§ Problem to work on
Copy out each line of the material in which the word "after" can be found.

§ Information provided
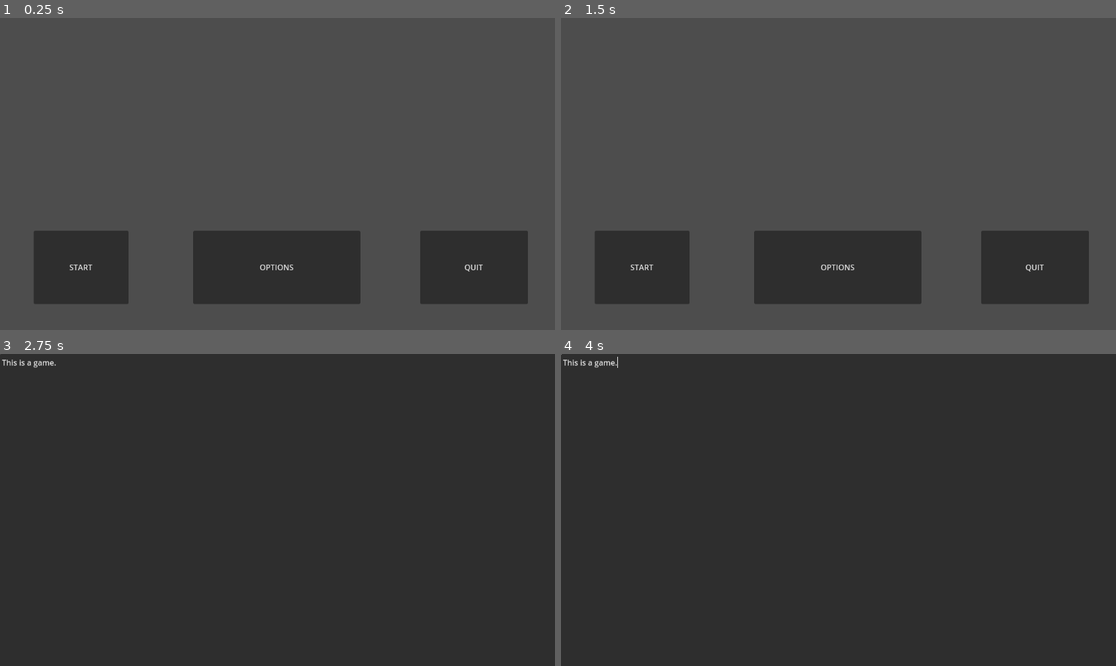
Above: before the commit, frames 1-4 (two rows, left to right).
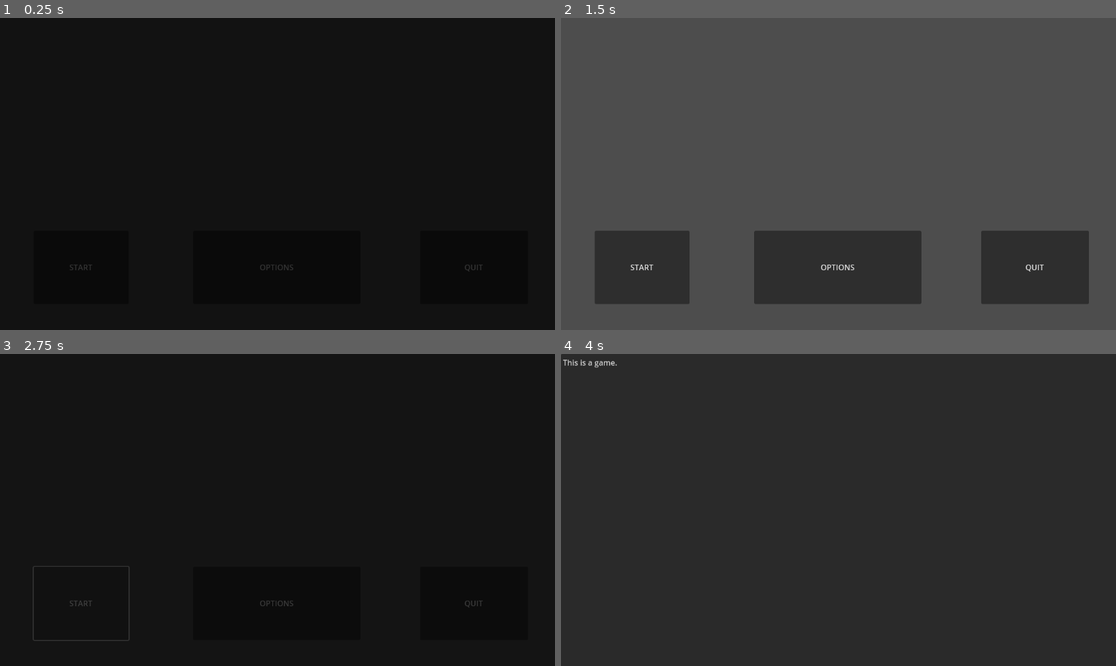
Above: after the commit, the same moments.

Repository: authenticBloodshed/gOATmeal
Game: Godot game, scene res://MainMenu.tscn
Same seed, same stepped clock (60 frames per second), same inputs: the game is played once before the commit and once after it.
Inputs (mouse positions are in pixels of both pictures, inside the frame that each line leads up to):
- Up to frame 1 (0.25 s): no input
- Up to frame 2 (1.5 s): click "OPTIONS" at 0.5 s; click (844, 305) at 1.25 s, where only the run before the commit has a clickable "BACK"
- Up to frame 3 (2.75 s): click "START" at 2 s
- Up to frame 4 (4 s): click (644, 603) at 2.75 s, where only the run after the commit has a clickable "START"

The runs differ from the first frame. In frame 1, 100% of the frame differs, in the area x 0-100%, y 0-100%; in frame 2, nothing differs; in frame 3, 100%; in frame 4, less than 0.1%.

Commit message:
Started working on fade animations
options back to main menu screen is currently broken. Animation works but it doesn't transition back to the main screen sort some reason

Diff:
--- a/MainMenu.gd
+++ b/MainMenu.gd
@@ -1,17 +1,33 @@
 extends Node2D
 
+var buttonType = null
 
-# Called when the node enters the scene tree for the first time.
 func _ready():
-	pass # Replace with function body.
+	$ColorRect.show()
+	$ColorRect/AnimationPlayer.play("fade_out")
+	await get_tree().create_timer(1.0).timeout
+	$ColorRect.hide()
 
 func _on_start_pressed():
-	get_tree().change_scene_to_file("res://game.tscn")
+	buttonType = "Start"
+	$ColorRect.show()
+	$ColorRect/fadeTimer.start()
+	$ColorRect/AnimationPlayer.play("fade_in")
 
 
 func _on_options_pressed():
-	get_tree().change_scene_to_file("res://optionsMenu.tscn")
-
+	buttonType = "Options"
+	$ColorRect.show()
+	$ColorRect/fadeTimer.start()
+	$ColorRect/AnimationPlayer.play("fade_in")
 
 func _on_quit_pressed():
 	get_tree().quit()
+
+
+func _on_fade_timer_timeout():
+	if buttonType == "Start" :
+		get_tree().change_scene_to_file("res://game.tscn")
+
+	elif buttonType == "Options" :
+		get_tree().change_scene_to_file("res://optionsMenu.tscn")
--- a/MainMenu.tscn
+++ b/MainMenu.tscn
@@ -1,6 +1,7 @@
-[gd_scene load_steps=2 format=3 uid="uid://47yv1o6ecd5y"]
+[gd_scene load_steps=3 format=3 uid="uid://47yv1o6ecd5y"]
 
 [ext_resource type="Script" path="res://MainMenu.gd" id="1_a0sld"]
+[ext_resource type="PackedScene" uid="uid://10ngpxurb116" path="res://transitions.tscn" id="2_f6nk4"]
 
 [node name="MainMenu" type="Node2D"]
 script = ExtResource("1_a0sld")
@@ -35,6 +36,12 @@
 offset_bottom = 594.0
 text = "QUIT"
 
+[node name="ColorRect" parent="." instance=ExtResource("2_f6nk4")]
+visible = false
+
+[node name="fadeTimer" type="Timer" parent="ColorRect"]
+
 [connection signal="pressed" from="ButtonManager/Start" to="." method="_on_start_pressed"]
 [connection signal="pressed" from="ButtonManager/Options" to="." method="_on_options_pressed"]
 [connection signal="pressed" from="ButtonManager/Quit" to="." method="_on_quit_pressed"]
+[connection signal="timeout" from="ColorRect/fadeTimer" to="." method="_on_fade_timer_timeout"]
--- /dev/null
+++ b/game.gd
@@ -0,0 +1,6 @@
+extends Node2D
+
+
+# Called when the node enters the scene tree for the first time.
+func _ready():
+	$ColorRect/AnimationPlayer.play("fade_out")
--- a/game.tscn
+++ b/game.tscn
@@ -1,8 +1,14 @@
-[gd_scene format=3 uid="uid://0n75d8utmol6"]
+[gd_scene load_steps=3 format=3 uid="uid://0n75d8utmol6"]
+
+[ext_resource type="Script" path="res://game.gd" id="1_ottce"]
+[ext_resource type="PackedScene" uid="uid://10ngpxurb116" path="res://transitions.tscn" id="2_rxlpj"]
 
 [node name="Game" type="Node2D"]
+script = ExtResource("1_ottce")
 
 [node name="TextEdit" type="TextEdit" parent="."]
 offset_right = 1157.0
 offset_bottom = 660.0
 text = "This is a game."
+
+[node name="ColorRect" parent="." instance=ExtResource("2_rxlpj")]
--- a/optionsMenu.gd
+++ b/optionsMenu.gd
@@ -1,15 +1,25 @@
 extends Node2D
 
+var buttonType = null
 
-# Called when the node enters the scene tree for the first time.
 func _ready():
-	pass # Replace with function body.
+	$ColorRect.show()
+	$ColorRect/AnimationPlayer.play("fade_out")
+	await get_tree().create_timer(1.0).timeout
+	$ColorRect.hide()
 
-
-# Called every frame. 'delta' is the elapsed time since the previous frame.
 func _process(delta):
 	pass
 
 
 func _on_button_pressed():
-	get_tree().change_scene_to_file("res://MainMenu.tscn")
+		buttonType = "Back"
+		$ColorRect.show()
+		$ColorRect/fadeTimer.start()
+		$ColorRect/AnimationPlayer.play("fade_in")
+		await get_tree().create_timer(1.0).timeout
+		$ColorRect.hide()
+
+func _on_fade_timer_timeout():
+	if buttonType == "Back" :
+		get_tree().change_scene_to_file("res://MainMenu.gd")
--- a/optionsMenu.tscn
+++ b/optionsMenu.tscn
@@ -1,6 +1,7 @@
-[gd_scene load_steps=2 format=3 uid="uid://bgfic17nc60f4"]
+[gd_scene load_steps=3 format=3 uid="uid://bgfic17nc60f4"]
 
 [ext_resource type="Script" path="res://optionsMenu.gd" id="1_5als8"]
+[ext_resource type="PackedScene" uid="uid://10ngpxurb116" path="res://transitions.tscn" id="2_27tpq"]
 
 [node name="OptionsMenu" type="Node2D"]
 script = ExtResource("1_5als8")
@@ -11,7 +12,7 @@
 offset_right = 40.0
 offset_bottom = 40.0
 
-[node name="Button" type="Button" parent="ButtonManager"]
+[node name="Back" type="Button" parent="ButtonManager"]
 layout_mode = 0
 offset_left = 457.0
 offset_top = 574.0
@@ -19,4 +20,9 @@
 offset_bottom = 618.0
 text = "BACK"
 
-[connection signal="pressed" from="ButtonManager/Button" to="." method="_on_button_pressed"]
+[node name="ColorRect" parent="." instance=ExtResource("2_27tpq")]
+visible = false
+
+[node name="fadeTimer" type="Timer" parent="ColorRect"]
+
+[connection signal="pressed" from="ButtonManager/Back" to="." method="_on_button_pressed"]
--- a/transitions.tscn
+++ b/transitions.tscn
@@ -15,15 +15,31 @@
 "values": [Color(0, 0, 0, 0), Color(0, 0, 0, 1)]
 }
 
+[sub_resource type="Animation" id="Animation_xrsd6"]
+resource_name = "fade_out"
+tracks/0/type = "value"
+tracks/0/imported = false
+tracks/0/enabled = true
+tracks/0/path = NodePath(".:color")
+tracks/0/interp = 1
+tracks/0/loop_wrap = true
+tracks/0/keys = {
+"times": PackedFloat32Array(0, 1),
+"transitions": PackedFloat32Array(1, 1),
+"update": 0,
+"values": [Color(0, 0, 0, 1), Color(0, 0, 0, 0)]
+}
+
 [sub_resource type="AnimationLibrary" id="AnimationLibrary_sg5gq"]
 _data = {
-"fade_in": SubResource("Animation_wr671")
+"fade_in": SubResource("Animation_wr671"),
+"fade_out": SubResource("Animation_xrsd6")
 }
 
 [node name="ColorRect" type="ColorRect"]
 offset_right = 1188.0
 offset_bottom = 735.0
-color = Color(0, 0, 0, 0)
+color = Color(0, 0, 0, 1)
 
 [node name="AnimationPlayer" type="AnimationPlayer" parent="."]
 libraries = {
Not shown: 1 places in transitions.tscn that only renumber resources

§ Your response
Above: after the commit, the same moments.
Same seed, same stepped clock (60 frames per second), same inputs: the game is played once before the commit and once after it.
- Up to frame 4 (4 s): click (644, 603) at 2.75 s, where only the run after the commit has a clickable "START"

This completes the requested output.